WHAT THE TASK ASKS. Those lines of the records that contain "pptx" are to be located and copied.

SUPPLIED RECORDS.
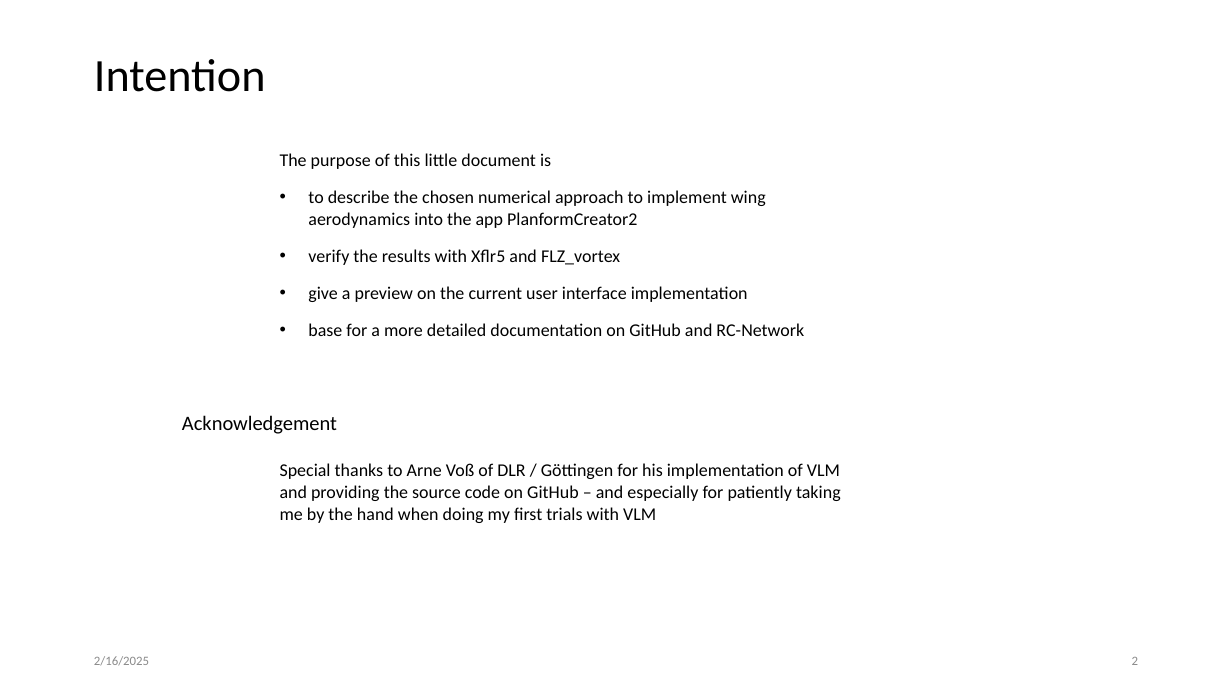
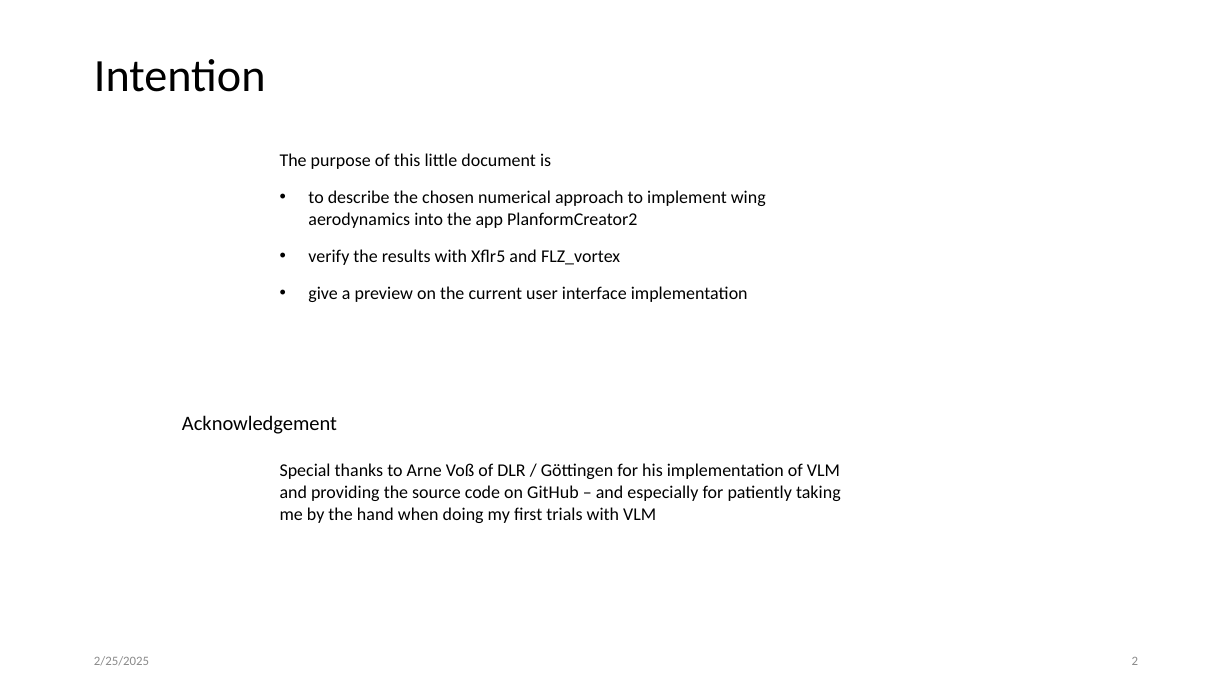
Before and after one commit to jxjo/PlanformCreator2, a slide deck: slide 2 of doc/PC2_wing_aerodynamics_beta.pptx. Drawn at 1232x693 pixels with LibreOffice and Linux fonts; fonts in the diff are those of the drawing. Boxes give left, top, right and bottom in pixels: in the first picture for what was removed or moved away, otherwise in the second. Text is boxed around its words. In the diff, an @@ line names an element or a change of style, - is before the commit and + after.

```diff
--- a/doc/PC2_wing_aerodynamics_beta.pptx
+++ b/doc/PC2_wing_aerodynamics_beta.pptx
@@ text at bbox=[308, 323, 804, 336]: paragraph removed @@
-• base for a more detailed documentation on GitHub and RC-Network
@@ text at bbox=[94, 656, 149, 666]: text changed @@
-2/16/2025
+2/25/2025
```
Also in this commit, not shown: 26 other slides changed, 7 other files.

TASK OUTPUT.
Before and after one commit to jxjo/PlanformCreator2, a slide deck: slide 2 of doc/PC2_wing_aerodynamics_beta.pptx. Drawn at 1232x693 pixels with LibreOffice and Linux fonts; fonts in the diff are those of the drawing. Boxes give left, top, right and bottom in pixels: in the first picture for what was removed or moved away, otherwise in the second. Text is boxed around its words. In the diff, an @@ line names an element or a change of style, - is before the commit and + after.
--- a/doc/PC2_wing_aerodynamics_beta.pptx
+++ b/doc/PC2_wing_aerodynamics_beta.pptx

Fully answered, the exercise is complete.